Dans cette dimension que nous qualifions de psycho-politico-historique de l’éducation populaire, ne sommes-nous pas déjà dans une pratique collective d’association, qu’elle soit de l’ensemble des citoyens (le « contrat social » de Rousseau) ou plus parcellaire, comme on peut le voir dans les divisions et affrontements de classes et d’intérêts de la deuxième partie du 19ème siècle où il devient essentiel pour les dominés de se coaliser, de se solidariser, de coopérer et de se syndiquer. Dans ce mouvement souvent contradictoire mais riche d’initiatives, on identifie bien les trois courants de pensée de l’éducation populaire : le Siècle des Lumières et la Révolution Française avec le fameux « Rapport Condorcet sur l’Instruction publique, le mouvement ouvrier et le socialisme sous toutes ses conceptions, le christianisme social (de l’encyclique « Rerum Novarum » du Pape Léon 13 aux Théologiens de la Libération en Amérique Latine).

Deuxième bloc de réflexion et de discussion : la dimension éducative des pratiques associatives.

Nous partons de la question et de la réponse apportée dans notre dernier ouvrage (Éducation populaire et puissance d’agir. Les processus culturels de l’émancipation, L’Harmattan, 2010, page 198) : « Sous quelle forme la grande masse de la population ou, mieux, la multitude, peuvent-elles faire, de la manière la plus immédiate, l’expérience de leur émancipation, de l’action collective et de la puissance d’agir ? La vie associative, à condition de vouloir et savoir la bien conduire, est en France, et sous des formes approchantes dans d’autres pays, un espace éducatif, culturel, social, politique, économique, animé par des valeurs, des méthodes et des modes d’organisation permettant de sortir de soi et d’entrer de plain-pied, puis par engagements progressifs, dans l’intelligence partagée des réalités et dans l’action coopérative. »

Mais pour cela, il faut, sans aucun doute, éviter de tomber dans deux travers : l’instrumentalisation par la puissance publique et ses dispositifs sociaux, la marchandisation privée de services qui fait des adhérents et usagers de simples clients et consommateurs. D’où la question suivante : « Comment réagir et refaire le chemin de la simple gestion pacificatrice, à la transformation nécessairement conflictuelle des rapports sociaux sinon en questionnant les logiques marchandes et consuméristes et en mettant les individus en position de s’exprimer, d’analyser, de délibérer, de construire du droit et de l’action publique à partir des savoirs, des contradictions et des conflits qui les traversent ? » (Maurel, ibid, pages 198-199).

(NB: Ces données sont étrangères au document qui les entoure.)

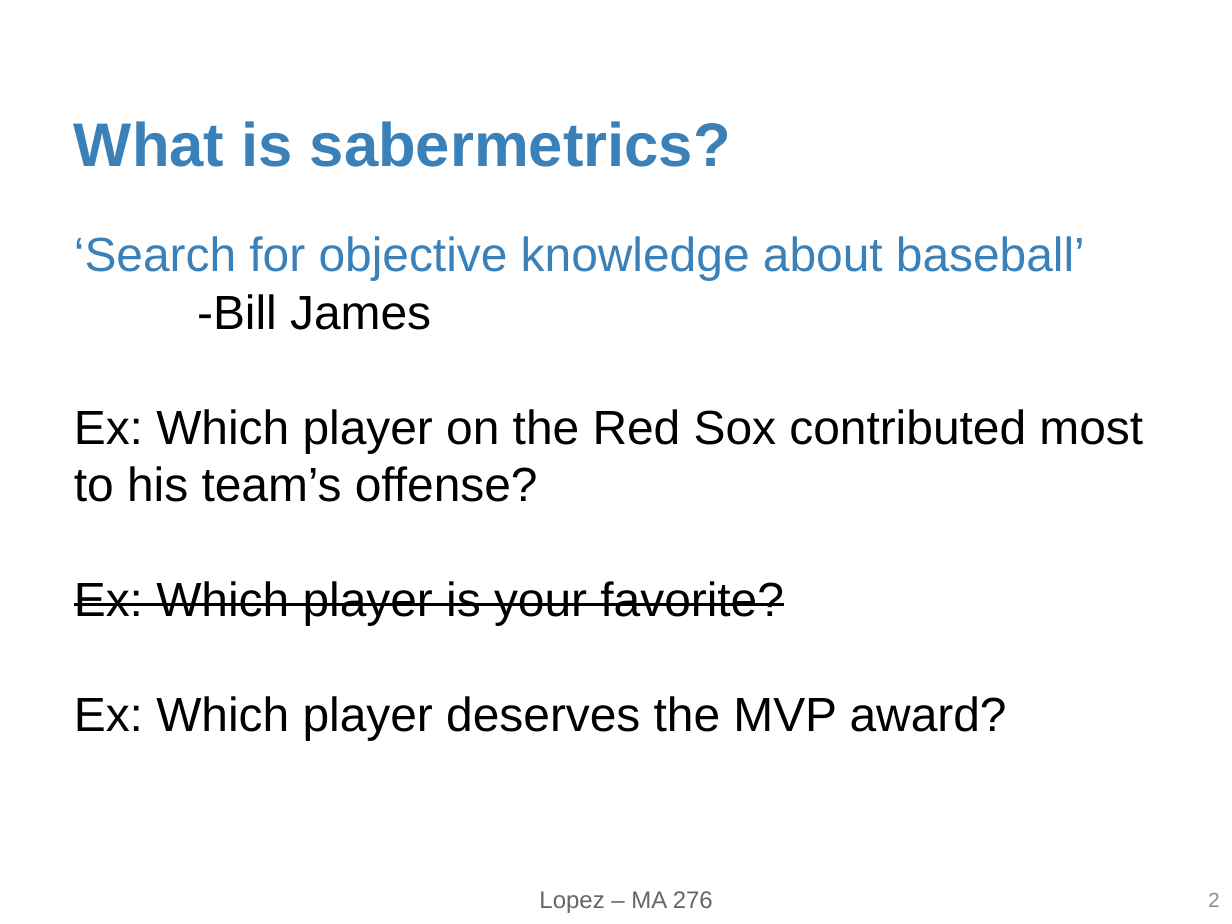
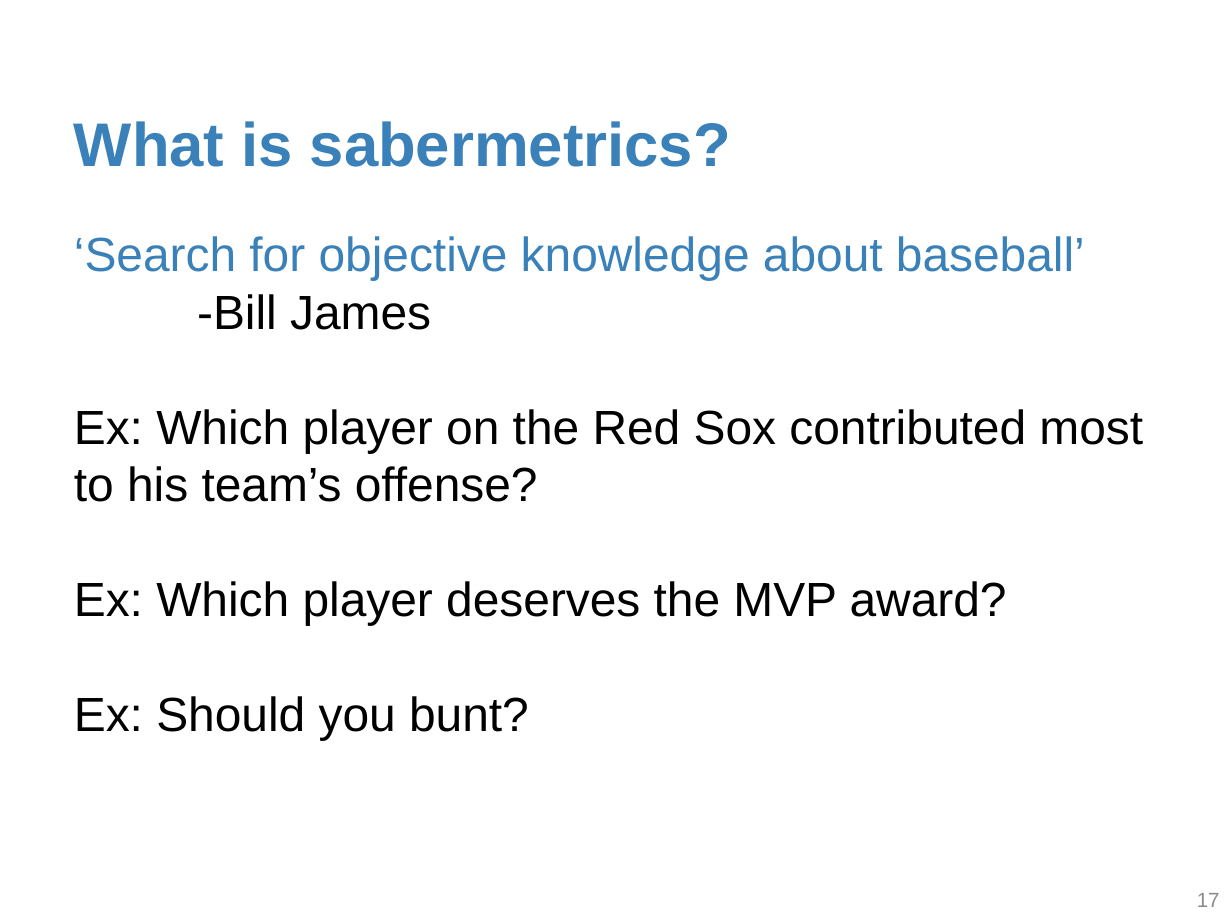
Before and after one commit to statsbylopez/FYE_18, a slide deck: slide 18 of Notes/lecture2.pptx (slide 3 before the commit). Drawn at 1232x924 pixels with LibreOffice and Linux fonts; fonts in the diff are those of the drawing. Boxes give left, top, right and bottom in pixels: in the first picture for what was removed or moved away, otherwise in the second. Text is boxed around its words. In the diff, an @@ line names an element or a change of style, - is before the commit and + after.

```diff
--- a/Notes/lecture2.pptx
+++ b/Notes/lecture2.pptx
@@ text at (74, 581, 784, 626): paragraph removed @@
-Ex: Which player is your favorite?
@@ text at (74, 696, 529, 741): paragraph added @@
+Ex: Should you bunt?
@@ text removed at (539, 891, 713, 913) @@
-Lopez – MA 276
@@ page number at (1197, 893, 1220, 907): text changed @@
-2
+17
```
Also in this commit, not shown: 6 other slides changed, 17 slides added, 18 slides removed.

Cette question qui contient sa réponse, appelle cependant quelques remarques :

- S’il est bien vrai que les associations, institutions et mouvements d’éducation populaire doivent questionner les logiques marchandes (publiques et privées) et instrumentalisantes qui freinent, voire pervertissent leurs projets et leurs actions, il y a urgence de repolitiser cette situation intenable en la mettant en débat, en délibération, en propositions et en interpellations publiques. Car l’urgence actuelle de l’éducation populaire, c’est la situation de l’éducation populaire elle-même. Il faut faire de l’éducation populaire dans l’éducation populaire en visant sa désaliénation, son émancipation et une puissance d’agir à (re)conquérir. Car, en effet, comment des structures assujettis et tenues en laisse par les contraintes de gestion, voire de survie, pourraient-elle prétendre œuvrer pour l’émancipation ? Certaines structures s’y sont à certains moments essayées comme la Fédération Française des MJC dans ses Universités internationales (notamment, « Interroger les politiques publiques » en 1999). Pensons également à l’Offre Publique de Réflexion mettant au travail, pendant deux ans, de1998 à 2000, quelques 500 groupes de réflexion sur l’hypothèse d’une éducation populaire comprise comme « le travail de la culture dans la transformation sociale et politique ». A ce jour, certains militent pour un « Printemps de l’éducation populaire » en 2013 qui pourrait prendre la forme d’ « Etats Généraux ». Mais, pour l’instant, fait étonnant mais tout à fait compréhensible, cette initiative relève plus d’individualités que de structures agréées d’éducation populaire et ayant pignon sur rue.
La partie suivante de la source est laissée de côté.